== EXERCISE DESCRIPTION ==
Given the material below, return only the lines starting at the line with "opening_width = 8.38" and ending at the line with "ear_back), (upper_ear_bottom, deck_height))", exactly as they appear.

== DATA TO PROCESS ==
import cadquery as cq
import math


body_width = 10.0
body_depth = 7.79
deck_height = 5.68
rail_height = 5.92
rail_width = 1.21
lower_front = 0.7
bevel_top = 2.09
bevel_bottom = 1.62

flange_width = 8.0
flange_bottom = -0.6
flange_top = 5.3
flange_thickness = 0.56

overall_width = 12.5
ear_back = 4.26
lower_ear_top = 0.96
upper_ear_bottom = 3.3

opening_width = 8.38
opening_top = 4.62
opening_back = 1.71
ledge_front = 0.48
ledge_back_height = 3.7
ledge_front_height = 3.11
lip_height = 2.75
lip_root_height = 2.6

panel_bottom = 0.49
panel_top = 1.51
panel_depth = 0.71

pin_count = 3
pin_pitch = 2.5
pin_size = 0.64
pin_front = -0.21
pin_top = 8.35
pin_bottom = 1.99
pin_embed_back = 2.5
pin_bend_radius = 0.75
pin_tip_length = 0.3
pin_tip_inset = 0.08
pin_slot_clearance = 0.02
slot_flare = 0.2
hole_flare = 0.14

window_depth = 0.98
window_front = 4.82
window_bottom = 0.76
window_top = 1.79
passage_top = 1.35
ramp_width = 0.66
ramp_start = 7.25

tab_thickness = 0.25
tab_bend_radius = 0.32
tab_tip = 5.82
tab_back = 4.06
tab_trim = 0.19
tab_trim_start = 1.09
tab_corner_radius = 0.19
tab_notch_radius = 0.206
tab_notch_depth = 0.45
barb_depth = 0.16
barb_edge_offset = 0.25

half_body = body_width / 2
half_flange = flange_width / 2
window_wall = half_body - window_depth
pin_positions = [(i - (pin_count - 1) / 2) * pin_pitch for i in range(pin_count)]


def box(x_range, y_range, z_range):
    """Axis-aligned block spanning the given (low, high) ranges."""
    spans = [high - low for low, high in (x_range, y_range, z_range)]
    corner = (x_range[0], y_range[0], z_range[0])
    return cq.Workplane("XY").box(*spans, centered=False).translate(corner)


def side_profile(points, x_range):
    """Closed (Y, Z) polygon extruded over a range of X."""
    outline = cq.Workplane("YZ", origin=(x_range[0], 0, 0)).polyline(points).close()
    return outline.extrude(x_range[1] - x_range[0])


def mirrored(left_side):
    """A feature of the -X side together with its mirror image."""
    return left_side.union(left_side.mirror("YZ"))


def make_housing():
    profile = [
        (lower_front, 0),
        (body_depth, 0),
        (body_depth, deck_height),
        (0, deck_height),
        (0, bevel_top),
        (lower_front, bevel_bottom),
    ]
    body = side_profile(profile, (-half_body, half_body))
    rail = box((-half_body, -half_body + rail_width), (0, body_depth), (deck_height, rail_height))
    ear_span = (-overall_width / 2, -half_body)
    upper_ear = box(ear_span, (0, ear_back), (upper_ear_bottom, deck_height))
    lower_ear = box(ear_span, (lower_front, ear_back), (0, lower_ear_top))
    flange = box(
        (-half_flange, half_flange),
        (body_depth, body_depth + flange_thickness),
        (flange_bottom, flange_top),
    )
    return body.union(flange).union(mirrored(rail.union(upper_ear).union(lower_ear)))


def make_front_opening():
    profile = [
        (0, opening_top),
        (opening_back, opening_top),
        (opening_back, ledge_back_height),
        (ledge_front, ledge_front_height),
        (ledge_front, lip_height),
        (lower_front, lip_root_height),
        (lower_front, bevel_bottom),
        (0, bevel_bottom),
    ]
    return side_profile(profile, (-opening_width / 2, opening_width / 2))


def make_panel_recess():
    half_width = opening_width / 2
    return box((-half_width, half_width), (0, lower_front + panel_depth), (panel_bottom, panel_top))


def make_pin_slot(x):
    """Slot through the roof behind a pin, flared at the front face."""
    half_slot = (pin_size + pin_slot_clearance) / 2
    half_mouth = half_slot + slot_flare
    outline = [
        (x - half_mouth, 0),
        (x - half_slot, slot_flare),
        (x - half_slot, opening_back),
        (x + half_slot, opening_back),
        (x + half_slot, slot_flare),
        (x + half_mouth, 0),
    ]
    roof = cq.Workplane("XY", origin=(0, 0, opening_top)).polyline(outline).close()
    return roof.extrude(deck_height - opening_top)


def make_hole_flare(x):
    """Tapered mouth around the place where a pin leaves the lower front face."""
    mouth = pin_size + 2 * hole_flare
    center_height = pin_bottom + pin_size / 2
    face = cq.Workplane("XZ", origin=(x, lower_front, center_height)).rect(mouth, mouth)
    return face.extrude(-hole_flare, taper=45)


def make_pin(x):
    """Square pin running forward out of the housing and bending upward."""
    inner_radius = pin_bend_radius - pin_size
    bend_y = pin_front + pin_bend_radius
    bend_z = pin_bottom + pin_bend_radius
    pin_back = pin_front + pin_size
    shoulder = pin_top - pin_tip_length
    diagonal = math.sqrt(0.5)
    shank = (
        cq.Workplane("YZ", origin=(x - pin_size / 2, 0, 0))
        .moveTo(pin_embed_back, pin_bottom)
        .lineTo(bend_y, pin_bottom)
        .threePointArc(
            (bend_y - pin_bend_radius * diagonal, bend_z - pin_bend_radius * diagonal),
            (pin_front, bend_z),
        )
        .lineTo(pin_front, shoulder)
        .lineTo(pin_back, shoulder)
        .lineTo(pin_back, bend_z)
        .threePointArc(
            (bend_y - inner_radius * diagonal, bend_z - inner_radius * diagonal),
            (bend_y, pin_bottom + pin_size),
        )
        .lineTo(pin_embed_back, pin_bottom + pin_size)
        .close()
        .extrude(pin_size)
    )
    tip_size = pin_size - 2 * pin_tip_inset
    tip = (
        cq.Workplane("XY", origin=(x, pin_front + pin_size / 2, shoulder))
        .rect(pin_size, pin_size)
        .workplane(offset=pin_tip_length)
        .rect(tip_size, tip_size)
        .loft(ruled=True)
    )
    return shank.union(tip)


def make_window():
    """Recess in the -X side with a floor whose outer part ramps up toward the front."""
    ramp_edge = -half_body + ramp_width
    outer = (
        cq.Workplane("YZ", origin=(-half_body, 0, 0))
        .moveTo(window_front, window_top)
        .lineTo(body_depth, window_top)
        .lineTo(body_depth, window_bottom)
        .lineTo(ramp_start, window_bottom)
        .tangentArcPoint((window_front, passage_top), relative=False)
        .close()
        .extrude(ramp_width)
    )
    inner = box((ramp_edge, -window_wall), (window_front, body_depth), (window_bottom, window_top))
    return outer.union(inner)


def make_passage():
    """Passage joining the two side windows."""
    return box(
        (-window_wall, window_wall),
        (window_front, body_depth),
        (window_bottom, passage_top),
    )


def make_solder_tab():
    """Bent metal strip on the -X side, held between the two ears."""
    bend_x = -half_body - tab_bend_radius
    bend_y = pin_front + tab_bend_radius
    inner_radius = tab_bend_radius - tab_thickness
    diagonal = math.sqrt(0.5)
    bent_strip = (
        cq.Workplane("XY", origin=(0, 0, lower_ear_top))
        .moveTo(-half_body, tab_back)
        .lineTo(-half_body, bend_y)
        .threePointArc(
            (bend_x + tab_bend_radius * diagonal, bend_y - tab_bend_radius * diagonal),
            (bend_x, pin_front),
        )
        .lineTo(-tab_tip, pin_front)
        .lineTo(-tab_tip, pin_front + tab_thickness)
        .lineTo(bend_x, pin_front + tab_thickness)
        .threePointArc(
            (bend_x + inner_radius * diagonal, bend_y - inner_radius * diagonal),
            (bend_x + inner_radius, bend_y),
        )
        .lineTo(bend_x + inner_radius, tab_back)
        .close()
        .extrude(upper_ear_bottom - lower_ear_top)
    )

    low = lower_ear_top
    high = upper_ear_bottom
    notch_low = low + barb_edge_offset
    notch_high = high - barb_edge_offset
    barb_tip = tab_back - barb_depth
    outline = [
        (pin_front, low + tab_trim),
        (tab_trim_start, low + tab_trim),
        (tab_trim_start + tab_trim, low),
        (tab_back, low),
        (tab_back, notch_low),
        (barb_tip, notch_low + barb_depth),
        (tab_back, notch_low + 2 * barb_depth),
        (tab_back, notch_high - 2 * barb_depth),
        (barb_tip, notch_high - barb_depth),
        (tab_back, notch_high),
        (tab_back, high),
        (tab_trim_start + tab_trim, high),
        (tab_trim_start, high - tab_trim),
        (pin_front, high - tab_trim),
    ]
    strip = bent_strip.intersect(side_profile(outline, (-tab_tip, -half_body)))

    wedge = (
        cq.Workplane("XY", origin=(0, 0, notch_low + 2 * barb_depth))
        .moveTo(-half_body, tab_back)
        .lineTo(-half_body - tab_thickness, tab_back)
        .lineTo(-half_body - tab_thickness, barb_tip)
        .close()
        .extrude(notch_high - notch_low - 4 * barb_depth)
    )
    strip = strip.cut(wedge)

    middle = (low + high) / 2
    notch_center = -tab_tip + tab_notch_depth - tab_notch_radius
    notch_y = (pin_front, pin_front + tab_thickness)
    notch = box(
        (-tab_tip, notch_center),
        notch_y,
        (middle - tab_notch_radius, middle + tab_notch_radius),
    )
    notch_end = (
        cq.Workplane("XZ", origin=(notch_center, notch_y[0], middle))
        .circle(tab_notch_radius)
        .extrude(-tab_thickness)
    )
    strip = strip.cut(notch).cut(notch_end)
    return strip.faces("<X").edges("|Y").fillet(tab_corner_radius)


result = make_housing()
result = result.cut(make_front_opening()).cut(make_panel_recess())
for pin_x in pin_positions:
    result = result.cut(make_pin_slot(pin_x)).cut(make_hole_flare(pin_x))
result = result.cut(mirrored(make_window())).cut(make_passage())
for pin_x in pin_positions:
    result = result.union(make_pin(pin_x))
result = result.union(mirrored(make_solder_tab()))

* * *

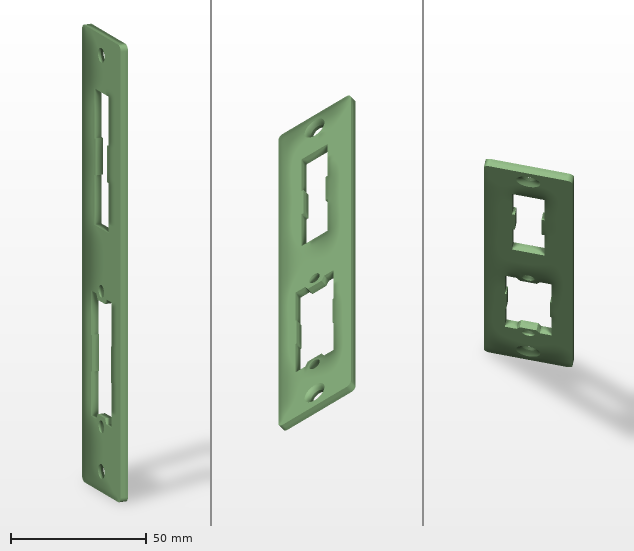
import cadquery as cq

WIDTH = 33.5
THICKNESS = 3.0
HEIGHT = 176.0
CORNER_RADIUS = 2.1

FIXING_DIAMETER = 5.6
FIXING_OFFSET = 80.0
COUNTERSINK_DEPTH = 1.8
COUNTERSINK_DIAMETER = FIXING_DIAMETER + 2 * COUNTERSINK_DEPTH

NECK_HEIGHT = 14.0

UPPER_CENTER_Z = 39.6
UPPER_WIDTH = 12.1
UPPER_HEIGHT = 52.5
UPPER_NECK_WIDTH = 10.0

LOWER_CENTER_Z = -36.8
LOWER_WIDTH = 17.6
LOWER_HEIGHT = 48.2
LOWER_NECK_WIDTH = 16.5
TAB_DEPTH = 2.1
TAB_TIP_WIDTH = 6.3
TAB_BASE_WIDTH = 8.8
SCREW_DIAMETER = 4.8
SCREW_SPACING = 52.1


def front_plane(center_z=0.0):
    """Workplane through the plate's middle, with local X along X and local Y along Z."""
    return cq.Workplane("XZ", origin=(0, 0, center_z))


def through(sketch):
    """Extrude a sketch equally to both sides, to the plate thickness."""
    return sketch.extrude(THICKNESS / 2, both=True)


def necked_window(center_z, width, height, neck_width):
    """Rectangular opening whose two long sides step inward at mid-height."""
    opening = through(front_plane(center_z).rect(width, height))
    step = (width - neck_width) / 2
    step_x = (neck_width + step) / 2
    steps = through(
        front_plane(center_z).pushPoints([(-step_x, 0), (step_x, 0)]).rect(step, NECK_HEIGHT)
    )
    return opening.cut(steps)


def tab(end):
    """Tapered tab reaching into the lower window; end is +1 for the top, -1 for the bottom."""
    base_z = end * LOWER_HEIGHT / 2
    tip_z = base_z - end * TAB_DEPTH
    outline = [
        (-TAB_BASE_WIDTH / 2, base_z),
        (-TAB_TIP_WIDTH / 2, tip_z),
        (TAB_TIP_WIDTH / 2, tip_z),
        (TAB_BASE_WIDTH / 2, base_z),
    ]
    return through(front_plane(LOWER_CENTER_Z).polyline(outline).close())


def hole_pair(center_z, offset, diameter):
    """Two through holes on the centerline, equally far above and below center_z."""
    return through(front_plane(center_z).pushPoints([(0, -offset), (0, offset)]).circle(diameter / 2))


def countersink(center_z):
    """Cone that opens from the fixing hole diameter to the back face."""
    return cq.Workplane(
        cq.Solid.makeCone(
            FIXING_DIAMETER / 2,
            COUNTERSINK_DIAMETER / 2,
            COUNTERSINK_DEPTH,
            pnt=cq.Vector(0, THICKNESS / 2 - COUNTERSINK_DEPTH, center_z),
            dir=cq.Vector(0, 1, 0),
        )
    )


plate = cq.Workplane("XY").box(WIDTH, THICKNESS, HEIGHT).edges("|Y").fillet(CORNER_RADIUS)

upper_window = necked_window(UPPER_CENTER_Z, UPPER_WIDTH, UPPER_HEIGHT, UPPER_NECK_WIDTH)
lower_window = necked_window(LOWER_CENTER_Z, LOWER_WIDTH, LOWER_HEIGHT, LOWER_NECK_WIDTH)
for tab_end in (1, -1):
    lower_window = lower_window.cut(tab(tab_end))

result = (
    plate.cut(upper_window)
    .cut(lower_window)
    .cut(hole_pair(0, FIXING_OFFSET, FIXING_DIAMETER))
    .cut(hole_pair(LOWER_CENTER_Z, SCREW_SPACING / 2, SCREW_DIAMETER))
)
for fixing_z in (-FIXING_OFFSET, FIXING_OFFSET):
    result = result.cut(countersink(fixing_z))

== SOLUTION TO THIS EXERCISE ==
opening_width = 8.38
opening_top = 4.62
opening_back = 1.71
ledge_front = 0.48
ledge_back_height = 3.7
ledge_front_height = 3.11
lip_height = 2.75
lip_root_height = 2.6

panel_bottom = 0.49
panel_top = 1.51
panel_depth = 0.71

pin_count = 3
pin_pitch = 2.5
pin_size = 0.64
pin_front = -0.21
pin_top = 8.35
pin_bottom = 1.99
pin_embed_back = 2.5
pin_bend_radius = 0.75
pin_tip_length = 0.3
pin_tip_inset = 0.08
pin_slot_clearance = 0.02
slot_flare = 0.2
hole_flare = 0.14

window_depth = 0.98
window_front = 4.82
window_bottom = 0.76
window_top = 1.79
passage_top = 1.35
ramp_width = 0.66
ramp_start = 7.25

tab_thickness = 0.25
tab_bend_radius = 0.32
tab_tip = 5.82
tab_back = 4.06
tab_trim = 0.19
tab_trim_start = 1.09
tab_corner_radius = 0.19
tab_notch_radius = 0.206
tab_notch_depth = 0.45
barb_depth = 0.16
barb_edge_offset = 0.25

half_body = body_width / 2
half_flange = flange_width / 2
window_wall = half_body - window_depth
pin_positions = [(i - (pin_count - 1) / 2) * pin_pitch for i in range(pin_count)]


def box(x_range, y_range, z_range):
    """Axis-aligned block spanning the given (low, high) ranges."""
    spans = [high - low for low, high in (x_range, y_range, z_range)]
    corner = (x_range[0], y_range[0], z_range[0])
    return cq.Workplane("XY").box(*spans, centered=False).translate(corner)


def side_profile(points, x_range):
    """Closed (Y, Z) polygon extruded over a range of X."""
    outline = cq.Workplane("YZ", origin=(x_range[0], 0, 0)).polyline(points).close()
    return outline.extrude(x_range[1] - x_range[0])


def mirrored(left_side):
    """A feature of the -X side together with its mirror image."""
    return left_side.union(left_side.mirror("YZ"))


def make_housing():
    profile = [
        (lower_front, 0),
        (body_depth, 0),
        (body_depth, deck_height),
        (0, deck_height),
        (0, bevel_top),
        (lower_front, bevel_bottom),
    ]
    body = side_profile(profile, (-half_body, half_body))
    rail = box((-half_body, -half_body + rail_width), (0, body_depth), (deck_height, rail_height))
    ear_span = (-overall_width / 2, -half_body)
    upper_ear = box(ear_span, (0, ear_back), (upper_ear_bottom, deck_height))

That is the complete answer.